> _Work instructions_:
Give every line of the data again, unchanged, but with no pictures.

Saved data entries
________________________

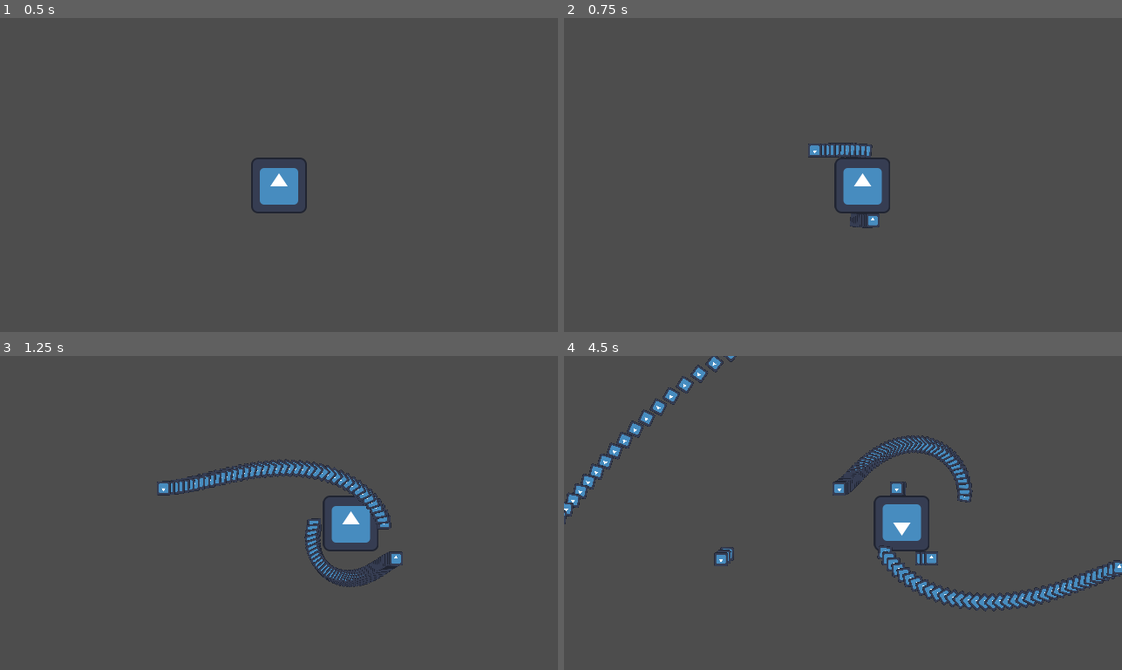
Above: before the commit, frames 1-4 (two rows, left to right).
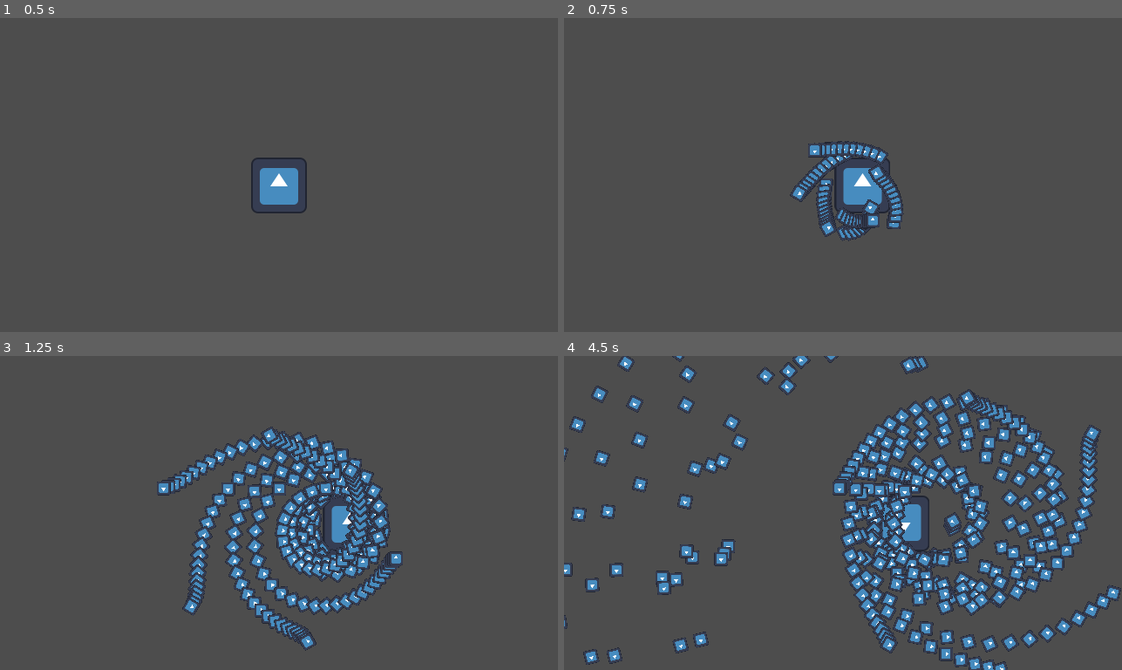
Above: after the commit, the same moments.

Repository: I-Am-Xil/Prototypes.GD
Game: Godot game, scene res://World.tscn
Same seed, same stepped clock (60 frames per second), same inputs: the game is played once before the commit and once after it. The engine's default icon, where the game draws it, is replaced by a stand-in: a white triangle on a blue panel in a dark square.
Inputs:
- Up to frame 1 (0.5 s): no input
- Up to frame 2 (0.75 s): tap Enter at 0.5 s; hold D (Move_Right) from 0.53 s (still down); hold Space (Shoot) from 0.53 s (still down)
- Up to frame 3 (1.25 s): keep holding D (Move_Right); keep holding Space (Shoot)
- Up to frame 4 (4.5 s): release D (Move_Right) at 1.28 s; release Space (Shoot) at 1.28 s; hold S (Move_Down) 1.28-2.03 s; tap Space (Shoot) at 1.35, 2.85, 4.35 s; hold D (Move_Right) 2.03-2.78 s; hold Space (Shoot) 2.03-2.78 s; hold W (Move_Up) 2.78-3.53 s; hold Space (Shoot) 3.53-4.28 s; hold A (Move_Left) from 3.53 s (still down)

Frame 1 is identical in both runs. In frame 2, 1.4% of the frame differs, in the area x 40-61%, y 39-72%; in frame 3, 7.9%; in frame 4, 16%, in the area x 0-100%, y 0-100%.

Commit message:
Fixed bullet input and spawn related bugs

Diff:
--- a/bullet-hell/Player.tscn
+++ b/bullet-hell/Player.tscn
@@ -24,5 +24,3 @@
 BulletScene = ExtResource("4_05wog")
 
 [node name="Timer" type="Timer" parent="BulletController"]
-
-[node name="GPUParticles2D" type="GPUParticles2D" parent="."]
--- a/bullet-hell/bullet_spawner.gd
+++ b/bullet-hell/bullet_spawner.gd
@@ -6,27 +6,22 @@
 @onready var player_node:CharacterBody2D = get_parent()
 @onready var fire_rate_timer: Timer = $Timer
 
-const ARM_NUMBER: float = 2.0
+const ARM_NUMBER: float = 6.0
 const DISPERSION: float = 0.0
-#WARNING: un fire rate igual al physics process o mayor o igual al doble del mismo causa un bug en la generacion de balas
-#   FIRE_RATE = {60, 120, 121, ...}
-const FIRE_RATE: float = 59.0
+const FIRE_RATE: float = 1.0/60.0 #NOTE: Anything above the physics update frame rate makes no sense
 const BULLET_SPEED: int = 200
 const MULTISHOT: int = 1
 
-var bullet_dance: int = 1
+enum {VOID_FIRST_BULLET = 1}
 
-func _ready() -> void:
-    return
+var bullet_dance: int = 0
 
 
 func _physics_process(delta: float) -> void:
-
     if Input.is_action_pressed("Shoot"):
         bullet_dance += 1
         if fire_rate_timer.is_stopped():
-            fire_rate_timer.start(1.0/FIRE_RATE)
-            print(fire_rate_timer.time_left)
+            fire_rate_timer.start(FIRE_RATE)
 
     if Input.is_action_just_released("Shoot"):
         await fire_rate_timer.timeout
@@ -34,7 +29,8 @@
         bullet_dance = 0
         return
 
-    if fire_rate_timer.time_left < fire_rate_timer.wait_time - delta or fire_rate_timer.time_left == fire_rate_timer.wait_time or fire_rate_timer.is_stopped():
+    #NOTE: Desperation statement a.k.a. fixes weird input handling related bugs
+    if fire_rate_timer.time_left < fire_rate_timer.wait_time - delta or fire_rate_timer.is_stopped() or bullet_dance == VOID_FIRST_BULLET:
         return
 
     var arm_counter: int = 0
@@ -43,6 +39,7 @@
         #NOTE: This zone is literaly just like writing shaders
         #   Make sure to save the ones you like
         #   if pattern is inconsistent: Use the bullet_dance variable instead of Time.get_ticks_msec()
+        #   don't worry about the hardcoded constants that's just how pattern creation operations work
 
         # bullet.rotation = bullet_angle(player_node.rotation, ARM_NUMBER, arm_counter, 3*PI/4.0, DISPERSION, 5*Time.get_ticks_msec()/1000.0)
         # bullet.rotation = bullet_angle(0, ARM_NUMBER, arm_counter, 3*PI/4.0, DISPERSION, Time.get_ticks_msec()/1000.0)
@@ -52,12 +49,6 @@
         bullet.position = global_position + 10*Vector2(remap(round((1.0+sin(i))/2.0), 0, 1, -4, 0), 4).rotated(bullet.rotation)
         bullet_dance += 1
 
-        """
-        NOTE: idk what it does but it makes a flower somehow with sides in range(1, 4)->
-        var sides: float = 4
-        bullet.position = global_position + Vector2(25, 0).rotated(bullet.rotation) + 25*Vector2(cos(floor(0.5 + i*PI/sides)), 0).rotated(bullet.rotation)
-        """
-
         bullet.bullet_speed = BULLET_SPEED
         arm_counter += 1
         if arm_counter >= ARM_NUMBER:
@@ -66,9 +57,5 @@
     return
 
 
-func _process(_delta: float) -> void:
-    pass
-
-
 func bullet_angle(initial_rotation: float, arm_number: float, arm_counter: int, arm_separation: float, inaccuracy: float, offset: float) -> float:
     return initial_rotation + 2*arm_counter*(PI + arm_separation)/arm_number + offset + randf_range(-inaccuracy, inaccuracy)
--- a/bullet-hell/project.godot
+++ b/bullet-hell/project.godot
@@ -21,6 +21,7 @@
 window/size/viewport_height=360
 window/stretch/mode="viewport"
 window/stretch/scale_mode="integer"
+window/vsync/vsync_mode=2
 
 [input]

________________________

> _Response_:
Above: before the commit, frames 1-4 (two rows, left to right).
Above: after the commit, the same moments.

Repository: I-Am-Xil/Prototypes.GD
Game: Godot game, scene res://World.tscn
Same seed, same stepped clock (60 frames per second), same inputs: the game is played once before the commit and once after it. The engine's default icon, where the game draws it, is replaced by a stand-in: a white triangle on a blue panel in a dark square.
Inputs:
- Up to frame 1 (0.5 s): no input
- Up to frame 2 (0.75 s): tap Enter at 0.5 s; hold D (Move_Right) from 0.53 s (still down); hold Space (Shoot) from 0.53 s (still down)
- Up to frame 3 (1.25 s): keep holding D (Move_Right); keep holding Space (Shoot)
- Up to frame 4 (4.5 s): release D (Move_Right) at 1.28 s; release Space (Shoot) at 1.28 s; hold S (Move_Down) 1.28-2.03 s; tap Space (Shoot) at 1.35, 2.85, 4.35 s; hold D (Move_Right) 2.03-2.78 s; hold Space (Shoot) 2.03-2.78 s; hold W (Move_Up) 2.78-3.53 s; hold Space (Shoot) 3.53-4.28 s; hold A (Move_Left) from 3.53 s (still down)

Frame 1 is identical in both runs. In frame 2, 1.4% of the frame differs, in the area x 40-61%, y 39-72%; in frame 3, 7.9%; in frame 4, 16%, in the area x 0-100%, y 0-100%.

Commit message:
Fixed bullet input and spawn related bugs

Diff:
--- a/bullet-hell/Player.tscn
+++ b/bullet-hell/Player.tscn
@@ -24,5 +24,3 @@
 BulletScene = ExtResource("4_05wog")
 
 [node name="Timer" type="Timer" parent="BulletController"]
-
-[node name="GPUParticles2D" type="GPUParticles2D" parent="."]
--- a/bullet-hell/bullet_spawner.gd
+++ b/bullet-hell/bullet_spawner.gd
@@ -6,27 +6,22 @@
 @onready var player_node:CharacterBody2D = get_parent()
 @onready var fire_rate_timer: Timer = $Timer
 
-const ARM_NUMBER: float = 2.0
+const ARM_NUMBER: float = 6.0
 const DISPERSION: float = 0.0
-#WARNING: un fire rate igual al physics process o mayor o igual al doble del mismo causa un bug en la generacion de balas
-#   FIRE_RATE = {60, 120, 121, ...}
-const FIRE_RATE: float = 59.0
+const FIRE_RATE: float = 1.0/60.0 #NOTE: Anything above the physics update frame rate makes no sense
 const BULLET_SPEED: int = 200
 const MULTISHOT: int = 1
 
-var bullet_dance: int = 1
+enum {VOID_FIRST_BULLET = 1}
 
-func _ready() -> void:
-    return
+var bullet_dance: int = 0
 
 
 func _physics_process(delta: float) -> void:
-
     if Input.is_action_pressed("Shoot"):
         bullet_dance += 1
         if fire_rate_timer.is_stopped():
-            fire_rate_timer.start(1.0/FIRE_RATE)
-            print(fire_rate_timer.time_left)
+            fire_rate_timer.start(FIRE_RATE)
 
     if Input.is_action_just_released("Shoot"):
         await fire_rate_timer.timeout
@@ -34,7 +29,8 @@
         bullet_dance = 0
         return
 
-    if fire_rate_timer.time_left < fire_rate_timer.wait_time - delta or fire_rate_timer.time_left == fire_rate_timer.wait_time or fire_rate_timer.is_stopped():
+    #NOTE: Desperation statement a.k.a. fixes weird input handling related bugs
+    if fire_rate_timer.time_left < fire_rate_timer.wait_time - delta or fire_rate_timer.is_stopped() or bullet_dance == VOID_FIRST_BULLET:
         return
 
     var arm_counter: int = 0
@@ -43,6 +39,7 @@
         #NOTE: This zone is literaly just like writing shaders
         #   Make sure to save the ones you like
         #   if pattern is inconsistent: Use the bullet_dance variable instead of Time.get_ticks_msec()
+        #   don't worry about the hardcoded constants that's just how pattern creation operations work
 
         # bullet.rotation = bullet_angle(player_node.rotation, ARM_NUMBER, arm_counter, 3*PI/4.0, DISPERSION, 5*Time.get_ticks_msec()/1000.0)
         # bullet.rotation = bullet_angle(0, ARM_NUMBER, arm_counter, 3*PI/4.0, DISPERSION, Time.get_ticks_msec()/1000.0)
@@ -52,12 +49,6 @@
         bullet.position = global_position + 10*Vector2(remap(round((1.0+sin(i))/2.0), 0, 1, -4, 0), 4).rotated(bullet.rotation)
         bullet_dance += 1
 
-        """
-        NOTE: idk what it does but it makes a flower somehow with sides in range(1, 4)->
-        var sides: float = 4
-        bullet.position = global_position + Vector2(25, 0).rotated(bullet.rotation) + 25*Vector2(cos(floor(0.5 + i*PI/sides)), 0).rotated(bullet.rotation)
-        """
-
         bullet.bullet_speed = BULLET_SPEED
         arm_counter += 1
         if arm_counter >= ARM_NUMBER:
@@ -66,9 +57,5 @@
     return
 
 
-func _process(_delta: float) -> void:
-    pass
-
-
 func bullet_angle(initial_rotation: float, arm_number: float, arm_counter: int, arm_separation: float, inaccuracy: float, offset: float) -> float:
     return initial_rotation + 2*arm_counter*(PI + arm_separation)/arm_number + offset + randf_range(-inaccuracy, inaccuracy)
--- a/bullet-hell/project.godot
+++ b/bullet-hell/project.godot
@@ -21,6 +21,7 @@
 window/size/viewport_height=360
 window/stretch/mode="viewport"
 window/stretch/scale_mode="integer"
+window/vsync/vsync_mode=2
 
 [input]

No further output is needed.